# Rental income



## ConfusedinCroatia (Jan 22, 2014)

Greetings to all members of Expatforum! New member after lurking for a couple of weeks.

Like many here I am a Dual Citizen, I relocated to Europe from America 12 years ago and I have recently become aware that I should have been filing taxes every year that I worked. I am planning to file for 2010-2012 under the streamlined program, and also file 6 years of FBAR forms. I am nervous as hell and many sleepless nights have me going nuts. I know I am not a big fish but I do worry a lot.

I am quite the goof when it comes to filing taxes, most of the 1040 seems straightforward when it comes to my salary from my employer but there are a couple of other items that have me, as my username states, confused in Croatia.

In 2010 and 2011 I had extra income doing translations on the side. Nothing major and nothing regular. For each year it was around $3,000. Would I list this other income on line 21? And can I claim it on Form-2555 for foreign earned income?

In 2012 I had extra income, but this time it was rental income (often short term). Where should I list this? Looking at schedule E, I do not understand the fair rental and personal use days section as I live in the same house where I also rent. The portion of the house I rent out can be rent out any day of the year and I live at the same address. Under expenses do I have to fill out every item? 

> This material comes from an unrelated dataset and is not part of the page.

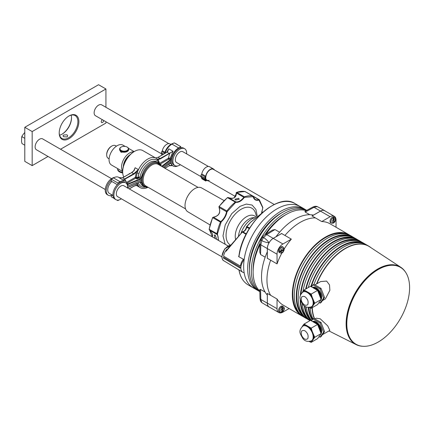 <?xml version="1.0" encoding="UTF-8"?>
<svg xmlns="http://www.w3.org/2000/svg" width="431" height="431" viewBox="0 0 431 431"><rect width="100%" height="100%" fill="white"/><g stroke="black" fill="none" stroke-linecap="round" stroke-linejoin="round"><path stroke-width="0.65" d="M314.932 318.94L316.225 318.197L320.244 318.816L327.738 325.901L329.823 330.421L322.399 334.704M314.932 284.875L320.626 281.588L326.612 281.071L329.499 284.886L329.877 290.278L325.351 298.936L322.399 300.639M362.902 346.282A44.679 25.795 -60 0 1 356.13 344.606A44.679 25.795 -60 0 1 348.329 309.075A44.679 25.795 -60 0 1 377.712 269.03A44.679 25.795 -60 0 1 400.782 267.263A44.679 25.795 -60 0 1 405.619 272.29M400.782 267.263L369.539 246.747A46.828 27.034 120 0 0 345.36 248.595A46.828 27.034 120 0 0 316.887 283.749M312.281 307.637A46.828 27.034 120 0 0 314.603 318.751M356.006 344.245L355.516 343.96A44.398 25.634 -60 0 1 348.706 308.38A44.398 25.634 -60 0 1 377.712 269.256A44.398 25.634 -60 0 1 399.914 267.058L400.404 267.339A44.398 25.634 -60 0 1 407.209 302.918A44.398 25.634 -60 0 1 378.208 342.047A44.398 25.634 -60 0 1 356.006 344.245A44.398 25.634 -60 0 1 349.202 308.666A44.398 25.634 -60 0 1 378.208 269.537A44.398 25.634 -60 0 1 400.404 267.339M345.296 233.888A46.241 26.7 120 0 0 325.524 237.616A46.241 26.7 120 0 0 296.232 275.501A46.241 26.7 120 0 0 299.48 313.245M353.889 237.6A46.936 27.099 120 0 0 352.924 236.996L350.958 235.859A46.936 27.099 120 0 0 327.49 238.187A46.936 27.099 120 0 0 296.824 279.547A46.936 27.099 120 0 0 304.022 317.162L305.988 318.293A46.936 27.099 120 0 0 306.991 318.827M352.924 236.996A46.936 27.099 120 0 0 329.456 239.324A46.936 27.099 120 0 0 298.791 280.683A46.936 27.099 120 0 0 305.988 318.293M349.229 236.161A46.241 26.7 120 0 0 329.456 239.889A46.241 26.7 120 0 0 300.165 277.769A46.241 26.7 120 0 0 303.413 315.514M357.822 239.873A46.936 27.099 120 0 0 356.857 239.27L354.891 238.133A46.936 27.099 120 0 0 331.423 240.455A46.936 27.099 120 0 0 300.757 281.82A46.936 27.099 120 0 0 307.955 319.43L309.921 320.567A46.936 27.099 120 0 0 310.018 320.621M356.857 239.27A46.936 27.099 120 0 0 333.389 241.592A46.936 27.099 120 0 0 300.337 295.504M300.202 298.591A46.936 27.099 120 0 0 309.921 320.567M353.161 238.429A46.241 26.7 120 0 0 333.389 242.163A46.241 26.7 120 0 0 300.94 294.012M300.736 300.693A46.241 26.7 120 0 0 307.346 317.787M361.754 242.141A46.936 27.099 120 0 0 360.79 241.538L358.824 240.401A46.936 27.099 120 0 0 335.356 242.728A46.936 27.099 120 0 0 302.971 291.372M302.309 303.656A46.936 27.099 120 0 0 310.158 320.545M360.79 241.538A46.936 27.099 120 0 0 337.322 243.865A46.936 27.099 120 0 0 305.633 289.088M304.372 305.827A46.936 27.099 120 0 0 310.773 320.513M357.094 240.703A46.241 26.7 120 0 0 337.322 244.431A46.241 26.7 120 0 0 306.15 288.792M304.959 306.247A46.241 26.7 120 0 0 311.279 320.055M365.687 244.415A46.936 27.099 120 0 0 364.728 243.811L362.757 242.675A46.936 27.099 120 0 0 339.289 245.002A46.936 27.099 120 0 0 308.284 287.558M306.344 306.991A46.936 27.099 120 0 0 311.758 320.621M364.728 243.811A46.936 27.099 120 0 0 341.255 246.133A46.936 27.099 120 0 0 310.891 286.518M308.24 307.459A46.936 27.099 120 0 0 312.281 319.877M361.033 242.971A46.241 26.7 120 0 0 341.255 246.704A46.241 26.7 120 0 0 311.268 286.734M308.768 307.481A46.241 26.7 120 0 0 312.68 319.312M370.843 247.599A46.936 27.099 120 0 0 368.661 246.079L366.695 244.948A46.936 27.099 120 0 0 343.221 247.27A46.936 27.099 120 0 0 313.989 284.331M310.148 307.853A46.936 27.099 120 0 0 313.008 318.897M368.661 246.079A46.936 27.099 120 0 0 345.193 248.407A46.936 27.099 120 0 0 316.526 283.954M312.044 307.777A46.936 27.099 120 0 0 314.296 318.574M349.956 235.331A46.936 27.099 120 0 0 348.991 234.728A46.936 27.099 120 0 0 325.524 237.05A46.936 27.099 120 0 0 294.858 278.415A46.936 27.099 120 0 0 302.056 316.025A46.936 27.099 120 0 0 303.058 316.559M284.061 249.21A46.936 27.099 120 0 1 291.34 239.13L284.934 235.445A46.936 27.099 -60 0 1 300.148 222.401A46.936 27.099 -60 0 1 315.357 217.881L321.747 221.572A46.936 27.099 120 0 1 330.011 223.77L348.991 234.728M281.987 252.814A46.936 27.099 120 0 0 277.041 263.891L270.646 260.2A46.936 27.099 -60 0 0 270.646 295.316L277.041 299.006A46.936 27.099 120 0 0 283.075 305.067L302.056 316.025M277.041 299.006L277.041 308.704A8.345 4.816 120 0 0 278.771 312.523A8.345 4.816 120 0 0 282.941 312.109L289.109 308.553M270.646 295.316L267.355 293.43L267.355 303.112A8.345 4.816 120 0 0 269.084 306.931L278.771 312.523M284.934 235.445L281.637 233.543L273.254 238.386A8.345 4.816 120 0 0 267.355 248.606L267.355 258.288L270.646 260.189M291.34 239.13L282.941 243.978A8.345 4.816 120 0 0 277.041 254.198L277.041 263.891M336.045 227.25L336.045 220.133A8.345 4.816 120 0 0 334.316 216.314L324.629 210.721A8.345 4.816 120 0 0 320.459 211.131L312.076 215.974L315.357 217.881M334.316 216.314A8.345 4.816 120 0 0 330.146 216.723L321.747 221.572M259.807 291.103A46.936 27.099 -60 0 1 259.968 244.641M266.132 233.968A46.936 27.099 -60 0 1 286.313 214.412A46.936 27.099 -60 0 1 306.285 210.597M253.126 271.508A44.506 25.693 -60 0 1 260.028 243.143M264.86 234.771A44.506 25.693 -60 0 1 284.562 215.392A44.506 25.693 -60 0 1 285.974 214.611M259.818 291.555A46.936 27.099 -60 0 1 254.231 253.579A46.936 27.099 -60 0 1 284.535 213.388A46.936 27.099 -60 0 1 306.683 210.382M259.818 291.642L259.16 291.259A46.936 27.099 -60 0 1 251.963 253.649A46.936 27.099 -60 0 1 282.628 212.284A46.936 27.099 -60 0 1 306.096 209.962L306.753 210.339M249.436 269.38A44.506 25.693 -60 0 1 280.877 213.259A44.506 25.693 -60 0 1 282.289 212.483M258.282 290.715A46.936 27.099 -60 0 1 257.377 290.23A46.936 27.099 -60 0 1 250.185 252.62A46.936 27.099 -60 0 1 280.845 211.255A46.936 27.099 -60 0 1 304.313 208.933A46.936 27.099 -60 0 1 305.191 209.477M239.038 270.086L239.038 269.752L239.038 270.086A46.936 27.099 120 0 0 248.213 284.939L253.374 287.919A46.936 27.099 -60 0 1 246.182 250.309A46.936 27.099 -60 0 1 276.842 208.943A46.936 27.099 -60 0 1 300.31 206.621A46.936 27.099 -60 0 0 266.8 216.54A46.936 27.099 -60 0 0 244.135 259.645A9.17 5.296 120 0 0 240.854 268.05A9.17 5.296 120 0 0 242.701 272.214A9.17 5.296 120 0 0 244.135 272.667A46.936 27.099 -60 0 0 253.374 287.919L257.377 290.23M260.556 289.449L260.814 299.426A2.78 1.552 -1.7 0 1 260.001 298.376L259.769 289.551L260.556 289.449L265.13 292.089M281.642 233.548A46.936 27.099 120 0 1 281.729 233.446L273.211 238.359L266.714 234.609A2.78 1.659 -121.7 0 0 265.248 234.512L272.484 230.073L274.973 229.545L266.714 234.609L263.562 237.573C265.776 238.93 267.603 240.66 269.041 242.766C266.498 242.572 264.084 241.856 261.806 240.617L260.814 244.83L260.556 254.516L265.178 257.183M260.556 254.516L259.769 252.092L260.001 243.607A2.78 1.659 -178.3 0 0 260.814 244.83L267.312 248.579L267.312 258.417A46.936 27.099 120 0 1 267.36 258.288M274.973 229.545L279.595 232.212M267.365 293.441A46.936 27.099 120 0 1 267.312 293.349L267.312 303.182L260.814 299.426L261.806 302.61L269.041 307.001A8.345 4.816 120 0 0 269.666 307.265M267.312 303.182A8.345 4.816 120 0 0 269.041 307.001M273.211 238.359A8.345 4.816 120 0 0 269.041 242.766A8.345 4.816 120 0 0 267.312 248.579M325.211 211.055A8.345 4.816 120 0 0 324.672 210.646L317.248 206.578L314 207.306L305.223 212.079L309.797 214.719M324.672 210.646A8.345 4.816 120 0 0 320.497 211.061L311.979 215.979A46.936 27.099 120 0 1 312.087 215.979M305.223 212.079L304.922 211.341L312.68 207.133A2.78 1.552 -118.3 0 1 314 207.306L320.497 211.061M263.562 237.573L263.53 237.551A55.47 32.023 120 0 0 261.768 240.6L261.806 240.617M317.211 206.557L317.76 206.848A55.47 32.023 120 0 0 317.211 206.557L317.248 206.578M261.806 302.61L261.768 302.589A55.47 32.023 120 0 0 262.296 302.918L267.743 306.22M265.248 234.512L265.248 234.512C262.635 236.484 263.605 235.881 262.463 237.115L260.863 239.895C260.583 241.021 260.443 239.954 260.001 243.607M263.53 237.551C262.468 236.969 262.204 236.953 262.732 237.508M261.768 240.6C260.733 239.975 260.588 239.749 261.331 239.932M260.001 298.376C260.491 302.034 260.739 301.005 261.31 302.19L261.768 302.589M317.157 206.53L316.64 206.357C314.716 206.39 315.88 205.867 312.68 207.133M225.149 244.264L222.999 235.854L225.214 224.939L231.749 213.652L240.099 206.314L246.327 204.073L252.087 205.059L255.917 209.434L257.194 215.899M215.748 238.839L216.464 238.726L215.306 235.148L214.309 234.992L214.886 238.343M261.493 213.431L262.765 207.769L258.977 200.065C255.922 200.889 253.983 199.774 253.169 196.708L244.603 197.279L244.21 197.597C241.468 201.013 238.731 202.592 235.989 202.344L235.299 202.091A1.115 0.641 -60 0 1 235.45 201.988A1.115 0.641 -60 0 1 235.876 201.886L228.478 197.613C233.618 199.23 236.269 197.7 236.43 193.023L236.236 193.724C235.304 198.12 232.718 199.413 228.468 197.603L227.53 197.608M238.623 198.276L234.943 199.251L235.574 200.038L239.253 199.251L238.623 198.276M235.59 202.484L227.029 211.799C226.216 215.802 224.276 219.158 221.216 221.868L217.434 233.941L218.522 240.439M212.348 236.872L209.644 230.213L217.052 234.486A10.43 6.023 -60 0 1 218.07 240.18M221.216 221.868L213.523 217.208C218.937 215.985 220.812 212.736 219.147 207.467L219.093 207.521C220.71 212.704 218.862 215.909 213.544 217.132L212.602 217.585L209.121 229.287L217.434 233.941M209.18 229.394L212.338 233.607L212.607 235.057L212.203 236.791M212.709 235.084L212.241 236.813M227.256 211.282L226.873 210.985A33.031 19.072 120 0 1 235.299 202.091L227.406 197.613L219.013 206.476L219.147 207.467L226.544 211.734A10.43 6.023 -60 0 1 220.92 221.475A1.115 0.641 -60 0 0 220.435 222.137A33.031 19.072 120 0 0 216.944 233.882A1.115 0.641 -60 0 0 217.052 234.486A0.35 0.275 140.8 0 0 217.51 234.356M236.253 192.587L236.43 193.023L243.827 197.29A1.115 0.641 -60 0 1 244.253 196.902A1.115 0.641 -60 0 1 244.404 196.832L236.689 192.377A1.115 0.641 120 0 0 236.533 192.447A1.115 0.641 120 0 0 236.479 192.479L236.215 193.201M236.236 193.767L234.222 197.824M245.762 192.097L245.266 191.612A1.115 0.641 120 0 0 245.228 191.585A1.115 0.641 120 0 0 245.11 191.542A33.031 19.072 120 0 0 236.689 192.377L245.04 191.515A0.35 0.28 -79 0 0 244.964 191.515M220.882 222.321L212.715 217.682A33.031 19.072 120 0 0 209.224 229.427A1.115 0.641 120 0 0 209.213 229.669L209.31 229.658M213.544 217.132L212.849 217.423A1.115 0.641 120 0 0 212.715 217.682L213.534 217.105C214.352 217.477 218.641 215.155 218.792 214.045C219.896 213.016 219.988 210.845 219.067 207.521L219.153 206.53L226.873 210.985A1.115 0.641 -60 0 0 226.544 211.734L227.029 211.799M227.821 197.592L227.789 197.5A1.115 0.641 120 0 0 227.735 197.527A1.115 0.641 120 0 0 227.579 197.635A33.031 19.072 120 0 0 219.153 206.53A1.115 0.641 120 0 0 218.996 206.778L219.093 207.521M314.743 303.219L311.511 295.666L312.378 297.767L311.193 294.071L304.097 289.977L310.487 286.286L317.588 290.381L321.133 299.529L317.588 304.577L311.193 308.267L314.743 303.219L321.133 299.529M312.54 287.466A7.65 4.418 60 0 1 319.603 291.189A7.65 4.418 60 0 1 320.933 299.981A7.65 4.418 60 0 1 320.432 300.531M312.647 287.531A7.65 4.418 60 0 1 318.466 290.591A7.65 4.418 60 0 1 320.971 299.109M317.609 290.446A7.65 4.418 60 0 1 317.97 290.871A7.65 4.418 60 0 1 320.659 298.306M318.38 292.433A7.65 4.418 60 0 1 320.071 296.781M303.02 291.959A8.518 4.919 60 0 1 303.138 291.884A8.518 4.919 60 0 1 310.412 294.976A8.518 4.919 60 0 1 311.661 306.64A8.518 4.919 60 0 1 311.532 306.705M321.03 288.393L320.044 288.964L312.949 284.864L313.93 284.298L321.03 288.393L324.575 297.541L321.03 302.589L320.044 303.155L323.595 298.107L324.575 297.541M312.949 284.864L311.527 286.884M319.005 302.557L320.044 303.155M323.595 298.107L320.044 288.964M313.014 287.741A7.65 4.418 60 0 1 317.523 290.343M317.588 290.381L311.193 294.071M304.981 290.769A9.342 5.393 60 0 0 303.289 290.92L302.126 292.568M304.097 289.977L303.332 290.903M309.302 307.454L309.819 307.756A9.342 5.393 -120 0 0 311.511 307.605M309.975 307.772L311.193 308.267M313.935 304.162A9.342 5.393 -120 0 0 313.935 301.905M311.511 295.666A9.342 5.393 -120 0 0 309.819 293.559M314.743 337.284L311.511 329.737L312.378 331.838L311.193 328.136L304.097 324.042L310.487 320.352L317.588 324.446L321.133 333.594L317.588 338.642L311.193 342.333L314.743 337.284L321.133 333.594M312.54 321.531A7.65 4.418 60 0 1 319.603 325.254A7.65 4.418 60 0 1 320.933 334.047A7.65 4.418 60 0 1 320.432 334.596M312.647 321.596A7.65 4.418 60 0 1 318.466 324.656A7.65 4.418 60 0 1 320.971 333.174M317.609 324.511A7.65 4.418 60 0 1 317.97 324.942A7.65 4.418 60 0 1 320.659 332.371M318.38 326.499A7.65 4.418 60 0 1 320.071 330.846M303.02 326.025A8.518 4.919 60 0 1 303.138 325.949A8.518 4.919 60 0 1 310.412 329.042A8.518 4.919 60 0 1 311.661 340.705A8.518 4.919 60 0 1 311.532 340.776M321.03 322.458L320.044 323.029L312.949 318.929L313.93 318.364L321.03 322.458L324.575 331.606L321.03 336.654L320.044 337.225L323.595 332.177L324.575 331.606M312.949 318.929L311.527 320.95M319.005 336.622L320.044 337.225M323.595 332.177L320.044 323.029M313.014 321.806A7.65 4.418 60 0 1 317.523 324.408M317.588 324.446L311.193 328.136M304.981 324.834A9.342 5.393 60 0 0 303.289 324.985L302.126 326.633M304.097 324.042L303.332 324.974M309.302 341.524L309.819 341.821A9.342 5.393 -120 0 0 311.511 341.67M309.975 341.842L311.193 342.333M313.935 338.227A9.342 5.393 -120 0 0 313.935 335.97M311.511 329.737A9.342 5.393 -120 0 0 309.819 327.63M176.979 162.778A6.293 3.631 -60 0 1 176.635 162.616A6.293 3.631 -60 0 1 175.67 157.574A6.293 3.631 -60 0 1 179.781 152.03A6.293 3.631 -60 0 1 182.927 151.717A6.293 3.631 -60 0 1 183.24 151.938M180.379 164.739A9.735 5.619 -60 0 1 179.781 165.116A9.735 5.619 -60 0 1 174.911 165.596A9.735 5.619 -60 0 1 173.424 157.794A9.735 5.619 -60 0 1 179.781 149.218A9.735 5.619 -60 0 1 184.646 148.733A9.735 5.619 -60 0 1 186.639 153.899M174.911 165.596L173.93 165.03A9.735 5.619 -60 0 1 172.438 157.229A9.735 5.619 -60 0 1 178.795 148.652A9.735 5.619 -60 0 1 183.665 148.167L184.646 148.733M164.583 153.49A9.735 5.619 -60 0 1 171.129 144.223A9.735 5.619 -60 0 1 173.278 143.378M175.175 143.404A9.735 5.619 -60 0 1 175.993 143.738L176.979 144.304A9.735 5.619 -60 0 1 177.68 144.848M176.16 143.97A9.735 5.619 -60 0 1 176.979 144.304M267.312 295.079A46.979 27.126 -60 0 1 267.312 251.801M276.002 236.754A46.979 27.126 -60 0 1 294.739 219.244A46.979 27.126 -60 0 1 313.482 215.112M170.854 144.385L170.089 143.943A6.605 3.814 120 0 0 168.095 143.728A6.605 3.814 120 0 0 162.298 150.737L162.271 150.866A0.846 0.49 -60 0 1 161.83 151.599L164.647 153.226M162.013 154.971L161.9 154.901A0.571 0.329 -60 0 1 161.83 154.395M161.846 154.357A0.722 0.415 -60 0 1 161.7 154.32A0.722 0.415 -60 0 1 161.808 153.334L163.327 154.212M161.776 153.027A0.889 0.512 -60 0 1 161.528 152.994A0.889 0.512 -60 0 1 161.366 152.375A0.889 0.512 -60 0 1 161.83 151.599M235.45 196.531L207.139 180.185A6.26 3.615 120 0 1 207.101 180.163L206.616 179.926L205.932 180.713L206.277 179.49M206.061 175.778A6.379 3.68 120 0 0 206.034 179.431L205.759 181.042L206.675 180.287A6.605 3.814 120 0 0 206.966 180.487A6.605 3.814 120 0 0 208.195 180.799M205.339 179.221L205.959 179.98A0.571 0.329 -60 0 1 205.404 179.668A0.722 0.415 -60 0 1 205.237 179.635A0.722 0.415 -60 0 1 205.323 178.671L205.285 178.375A0.889 0.512 -60 0 1 205.005 178.348A0.889 0.512 -60 0 1 205.285 176.974A0.846 0.49 -60 0 0 205.706 176.231L201.773 173.962A0.846 0.49 -60 0 1 201.347 174.706L205.285 176.974M274.261 204.488L213.393 169.345A6.26 3.615 120 0 0 211.319 169.194A6.26 3.615 120 0 0 205.97 176.031L205.943 176.16A1.191 0.69 -60 0 1 205.35 177.211A0.539 0.312 -60 0 0 205.35 178.062A0.566 0.323 -60 0 1 205.458 178.833L205.544 179.339M207.139 180.185A6.26 3.615 120 0 0 209.213 180.336M214.455 169.959A6.605 3.814 120 0 0 213.571 169.044A6.605 3.814 120 0 0 211.379 168.887A6.605 3.814 120 0 0 205.727 176.101M213.571 169.044L209.638 166.775A6.605 3.814 120 0 0 207.446 166.614A6.605 3.814 120 0 0 201.794 173.833M205.468 180.19L201.53 177.922A0.571 0.329 -60 0 1 201.449 177.448M201.466 177.394A0.722 0.415 -60 0 1 201.304 177.362A0.722 0.415 -60 0 1 201.39 176.398L205.323 178.671M205.005 178.348L201.072 176.08A0.889 0.512 -60 0 1 201.347 174.706M201.897 178.132L201.827 178.773L205.759 181.042M334.138 218.856A2.166 1.25 120 0 1 335.377 219.88A2.166 1.25 120 0 1 334.138 222.326L333.551 222.832L334.138 222.326L334.138 218.856L333.551 217.671A3.189 1.843 -60 0 0 333.255 217.822A3.189 1.843 -60 0 0 332.958 218.011L333.551 219.196L333.551 222.665L332.958 223.172M332.371 217.213A3.303 1.907 120 0 0 330.184 220.219A3.303 1.907 120 0 0 330.825 222.827L331.671 223.199A3.206 1.848 -60 0 1 331.051 220.672A3.206 1.848 -60 0 1 333.174 217.757A3.206 1.848 -60 0 1 334.871 217.66L334.122 217.116A3.303 1.907 120 0 0 332.371 217.213M333.551 217.671L333.551 219.196A2.166 1.25 120 0 0 332.312 221.647A2.166 1.25 120 0 0 333.551 222.665L333.551 222.832A3.189 1.843 -60 0 1 333.535 222.843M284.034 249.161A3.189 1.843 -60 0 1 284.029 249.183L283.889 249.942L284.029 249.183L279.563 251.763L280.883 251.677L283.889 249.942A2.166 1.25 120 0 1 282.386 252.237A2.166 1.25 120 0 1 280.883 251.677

I'm sorry if these seem like dumb questions, but any suggestions would be appreciated.

Thanks in advance.


----------



## Bevdeforges (Nov 16, 2007)

I'm not terribly au courant on rental income, but your income from translations "on the side" can be included in line 7 as "salary" income and excluded on a form 2555.
Cheers,
Bev


----------



## ConfusedinCroatia (Jan 22, 2014)

Thanks for the answer regarding the translation part!


----------